The press has standards by which it operates - a code of conduct and a business model that enables journalists to serve a useful and necessary purpose. Citizens have the freedom to say what they want, but the internet enables them to say it scot-free, instantaneously and to a mass audience. This poses an issue that we as a society have only just begun to fully grasp the ramifications of, and it's evident that some difficult decisions will eventually need to me made.

~Megan Ingersoll (Follow Megan on LinkedIn)

 

My short answer is "no" – citizen journalists should not have state shield law or other legal protections, and I doubt that any court will recognize reporter's privilege for this group of contributors. Looking past the citizen aspect, how does one broaden the legal definition of who qualifies as a "journalist"? Just bloggers or could anyone tweeting or posting to social media claim to be a journalist under an unqualified shield law?

Granted, a restrictive, old-school view is biased to those professionals associated with more mainstream print and broadcast media.
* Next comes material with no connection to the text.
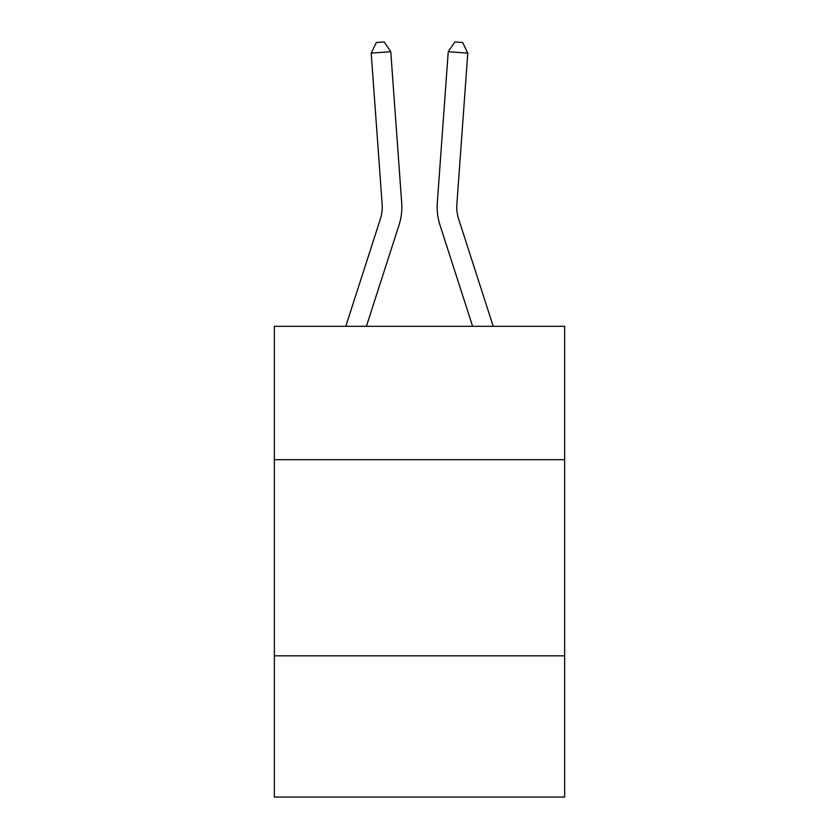 <?xml version="1.0" encoding="UTF-8"?>
<svg xmlns="http://www.w3.org/2000/svg" width="839" height="839" viewBox="0 0 839 839"><rect width="100%" height="100%" fill="white"/><g stroke="black" fill="none" stroke-linecap="round" stroke-linejoin="round"><path stroke-width="1.26" d="M564.647 459.688L564.647 326.319L274.353 326.319L274.353 459.688L564.647 459.688L564.647 797.05L274.353 797.05L274.353 459.688M564.647 655.825L274.353 655.825M399.007 225.125L366.391 326.319L399.007 225.125A58.845 58.845 120.6 0 0 401.692 202.818L390.764 51.703L401.692 202.818L390.764 51.703L401.692 202.818L390.764 51.703L401.692 202.818L390.764 51.703L401.692 202.818L390.764 51.703L401.692 202.818L390.764 51.703L401.692 202.818L390.764 51.703L401.692 202.818L390.764 51.703L401.692 202.818L390.764 51.703L401.692 202.818L390.764 51.703L401.692 202.818L390.764 51.703L401.692 202.818L390.764 51.703L401.692 202.818L390.764 51.703L401.692 202.818L390.764 51.703L401.692 202.818L390.764 51.703L401.692 202.818L390.764 51.703L401.692 202.818L390.764 51.703L401.692 202.818L390.764 51.703L401.692 202.818L390.764 51.703L401.692 202.818L390.764 51.703L401.692 202.818L390.764 51.703L401.692 202.818L390.764 51.703L401.692 202.818L390.764 51.703L401.692 202.818L390.764 51.703L401.692 202.818L390.764 51.703L401.692 202.818L390.764 51.703L401.692 202.818L390.764 51.703L401.692 202.818L390.764 51.703L401.692 202.818L390.764 51.703L401.692 202.818L390.764 51.703L401.692 202.818L390.764 51.703L401.692 202.818L390.764 51.703L401.692 202.818L390.764 51.703L371.205 53.109L376.333 42.516L384.157 41.95L390.764 51.703M380.34 219.105A39.223 39.223 -59.4 0 0 382.133 204.234A39.223 39.223 -59.4 0 1 380.34 219.105A39.223 39.223 -59.4 0 0 382.133 204.234A39.223 39.223 -59.4 0 1 380.34 219.105A39.223 39.223 -59.4 0 0 382.133 204.234A39.223 39.223 -59.4 0 1 380.34 219.105A39.223 39.223 -59.4 0 0 382.133 204.234A39.223 39.223 -59.4 0 1 380.34 219.105A39.223 39.223 -59.4 0 0 382.133 204.234A39.223 39.223 -59.4 0 1 380.34 219.105A39.223 39.223 -59.4 0 0 382.133 204.234A39.223 39.223 -59.4 0 1 380.34 219.105A39.223 39.223 -59.4 0 0 382.133 204.234A39.223 39.223 -59.4 0 1 380.34 219.105A39.223 39.223 -59.4 0 0 382.133 204.234A39.223 39.223 -59.4 0 1 380.34 219.105A39.223 39.223 -59.4 0 0 382.133 204.234A39.223 39.223 -59.4 0 1 380.34 219.105A39.223 39.223 -59.4 0 0 382.133 204.234A39.223 39.223 -59.4 0 1 380.34 219.105A39.223 39.223 -59.4 0 0 382.133 204.234A39.223 39.223 -59.4 0 1 380.34 219.105A39.223 39.223 -59.4 0 0 382.133 204.234A39.223 39.223 -59.4 0 1 380.34 219.105A39.223 39.223 -59.4 0 0 382.133 204.234A39.223 39.223 -59.4 0 1 380.34 219.105A39.223 39.223 -59.4 0 0 382.133 204.234A39.223 39.223 -59.4 0 1 380.34 219.105A39.223 39.223 -59.4 0 0 382.133 204.234A39.223 39.223 -59.4 0 1 380.34 219.105A39.223 39.223 -59.4 0 0 382.133 204.234A39.223 39.223 -59.4 0 1 380.34 219.105A39.223 39.223 -59.4 0 0 382.133 204.234A39.223 39.223 -59.4 0 1 380.34 219.105A39.223 39.223 -59.4 0 0 382.133 204.234A39.223 39.223 -59.4 0 1 380.34 219.105A39.223 39.223 -59.4 0 0 382.133 204.234A39.223 39.223 -59.4 0 1 380.34 219.105A39.223 39.223 -59.4 0 0 382.133 204.234A39.223 39.223 -59.4 0 1 380.34 219.105A39.223 39.223 -59.4 0 0 382.133 204.234A39.223 39.223 -59.4 0 1 380.34 219.105A39.223 39.223 -59.4 0 0 382.133 204.234A39.223 39.223 -59.4 0 1 380.34 219.105A39.223 39.223 -59.4 0 0 382.133 204.234A39.223 39.223 -59.4 0 1 380.34 219.105A39.223 39.223 -59.4 0 0 382.133 204.234A39.223 39.223 -59.4 0 1 380.34 219.105A39.223 39.223 -59.4 0 0 382.133 204.234A39.223 39.223 -59.4 0 1 380.34 219.105A39.223 39.223 -59.4 0 0 382.133 204.234A39.223 39.223 -59.4 0 1 380.34 219.105A39.223 39.223 -59.4 0 0 382.133 204.234A39.223 39.223 -59.4 0 1 380.34 219.105A39.223 39.223 -59.4 0 0 382.133 204.234A39.223 39.223 -59.4 0 1 380.34 219.105A39.223 39.223 -59.4 0 0 382.133 204.234A39.223 39.223 -59.4 0 1 380.34 219.105A39.223 39.223 -59.4 0 0 382.133 204.234A39.223 39.223 -59.4 0 1 380.34 219.105A39.223 39.223 -59.4 0 0 382.133 204.234A39.223 39.223 -59.4 0 1 380.34 219.105A39.223 39.223 -59.4 0 0 382.133 204.234A39.223 39.223 -59.4 0 1 380.34 219.105L345.783 326.319L380.34 219.105A39.223 39.223 -39.4 0 0 382.133 204.234L371.205 53.109M458.66 219.105A39.223 39.223 59.4 0 1 456.867 204.234A39.223 39.223 59.4 0 0 458.66 219.105A39.223 39.223 59.4 0 1 456.867 204.234A39.223 39.223 59.4 0 0 458.66 219.105A39.223 39.223 59.4 0 1 456.867 204.234A39.223 39.223 59.4 0 0 458.66 219.105A39.223 39.223 59.4 0 1 456.867 204.234A39.223 39.223 59.4 0 0 458.66 219.105A39.223 39.223 59.4 0 1 456.867 204.234A39.223 39.223 59.4 0 0 458.66 219.105A39.223 39.223 59.4 0 1 456.867 204.234A39.223 39.223 59.4 0 0 458.66 219.105A39.223 39.223 59.4 0 1 456.867 204.234A39.223 39.223 59.4 0 0 458.66 219.105A39.223 39.223 59.4 0 1 456.867 204.234A39.223 39.223 59.4 0 0 458.66 219.105A39.223 39.223 59.4 0 1 456.867 204.234A39.223 39.223 59.4 0 0 458.66 219.105A39.223 39.223 59.4 0 1 456.867 204.234A39.223 39.223 59.4 0 0 458.66 219.105A39.223 39.223 59.4 0 1 456.867 204.234A39.223 39.223 59.4 0 0 458.66 219.105A39.223 39.223 59.4 0 1 456.867 204.234A39.223 39.223 59.4 0 0 458.66 219.105A39.223 39.223 59.4 0 1 456.867 204.234A39.223 39.223 59.4 0 0 458.66 219.105A39.223 39.223 59.4 0 1 456.867 204.234A39.223 39.223 59.4 0 0 458.66 219.105A39.223 39.223 59.4 0 1 456.867 204.234A39.223 39.223 59.4 0 0 458.66 219.105A39.223 39.223 59.4 0 1 456.867 204.234A39.223 39.223 59.4 0 0 458.66 219.105A39.223 39.223 59.4 0 1 456.867 204.234A39.223 39.223 59.4 0 0 458.66 219.105A39.223 39.223 59.4 0 1 456.867 204.234A39.223 39.223 59.4 0 0 458.66 219.105A39.223 39.223 59.4 0 1 456.867 204.234A39.223 39.223 59.4 0 0 458.66 219.105A39.223 39.223 59.4 0 1 456.867 204.234A39.223 39.223 59.4 0 0 458.66 219.105A39.223 39.223 59.4 0 1 456.867 204.234A39.223 39.223 59.4 0 0 458.66 219.105A39.223 39.223 59.4 0 1 456.867 204.234A39.223 39.223 59.4 0 0 458.66 219.105A39.223 39.223 59.4 0 1 456.867 204.234A39.223 39.223 59.4 0 0 458.66 219.105A39.223 39.223 59.4 0 1 456.867 204.234A39.223 39.223 59.4 0 0 458.66 219.105A39.223 39.223 59.4 0 1 456.867 204.234A39.223 39.223 59.4 0 0 458.66 219.105A39.223 39.223 59.4 0 1 456.867 204.234A39.223 39.223 59.4 0 0 458.66 219.105A39.223 39.223 59.4 0 1 456.867 204.234A39.223 39.223 59.4 0 0 458.66 219.105A39.223 39.223 59.4 0 1 456.867 204.234A39.223 39.223 59.4 0 0 458.66 219.105A39.223 39.223 59.4 0 1 456.867 204.234A39.223 39.223 59.4 0 0 458.66 219.105A39.223 39.223 59.4 0 1 456.867 204.234A39.223 39.223 59.4 0 0 458.66 219.105A39.223 39.223 59.4 0 1 456.867 204.234A39.223 39.223 59.4 0 0 458.66 219.105A39.223 39.223 59.4 0 1 456.867 204.234A39.223 39.223 59.4 0 0 458.66 219.105L493.217 326.319L458.66 219.105A39.223 39.223 39.4 0 1 456.867 204.234L467.795 53.109L448.236 51.703L437.308 202.818A58.845 58.845 -120.6 0 0 439.993 225.125L472.609 326.319L439.993 225.125M448.236 51.703L437.308 202.818L448.236 51.703L437.308 202.818L448.236 51.703L437.308 202.818L448.236 51.703L437.308 202.818L448.236 51.703L437.308 202.818L448.236 51.703L437.308 202.818L448.236 51.703L437.308 202.818L448.236 51.703L437.308 202.818L448.236 51.703L437.308 202.818L448.236 51.703L437.308 202.818L448.236 51.703L437.308 202.818L448.236 51.703L437.308 202.818L448.236 51.703L437.308 202.818L448.236 51.703L437.308 202.818L448.236 51.703L437.308 202.818L448.236 51.703L437.308 202.818L448.236 51.703L437.308 202.818L448.236 51.703L437.308 202.818L448.236 51.703L437.308 202.818L448.236 51.703L437.308 202.818L448.236 51.703L437.308 202.818L448.236 51.703L437.308 202.818L448.236 51.703L437.308 202.818L448.236 51.703L437.308 202.818L448.236 51.703L437.308 202.818L448.236 51.703L437.308 202.818L448.236 51.703L437.308 202.818L448.236 51.703L437.308 202.818L448.236 51.703L437.308 202.818L448.236 51.703L437.308 202.818L448.236 51.703L437.308 202.818L448.236 51.703L437.308 202.818L448.236 51.703L454.843 41.95L462.667 42.516L467.795 53.109"/></g></svg>

However, extending reporter's privilege to citizen journalists and then navigating the separation between "citizen" and "citizen journalist" seems especially complicated. With the blending of personal and professional identities across online platforms – blogs, social media accounts and news websites, for example – would people have to add disclaimers or self-identify in profiles or before posting when they were assuming their "journalist" status?

Those are just a few issues that state legislatures and courts would have to grapple with in amending and interpreting current shield laws. Sure, this view is likely to have a chilling effect on those who anonymously contribute to Seeking Alpha and similar sites. Will anyone be as willing to post if he or she faces possible exposure and civil penalties? But I don't see how a clear standard is possible for applying shield laws to citizen journalists.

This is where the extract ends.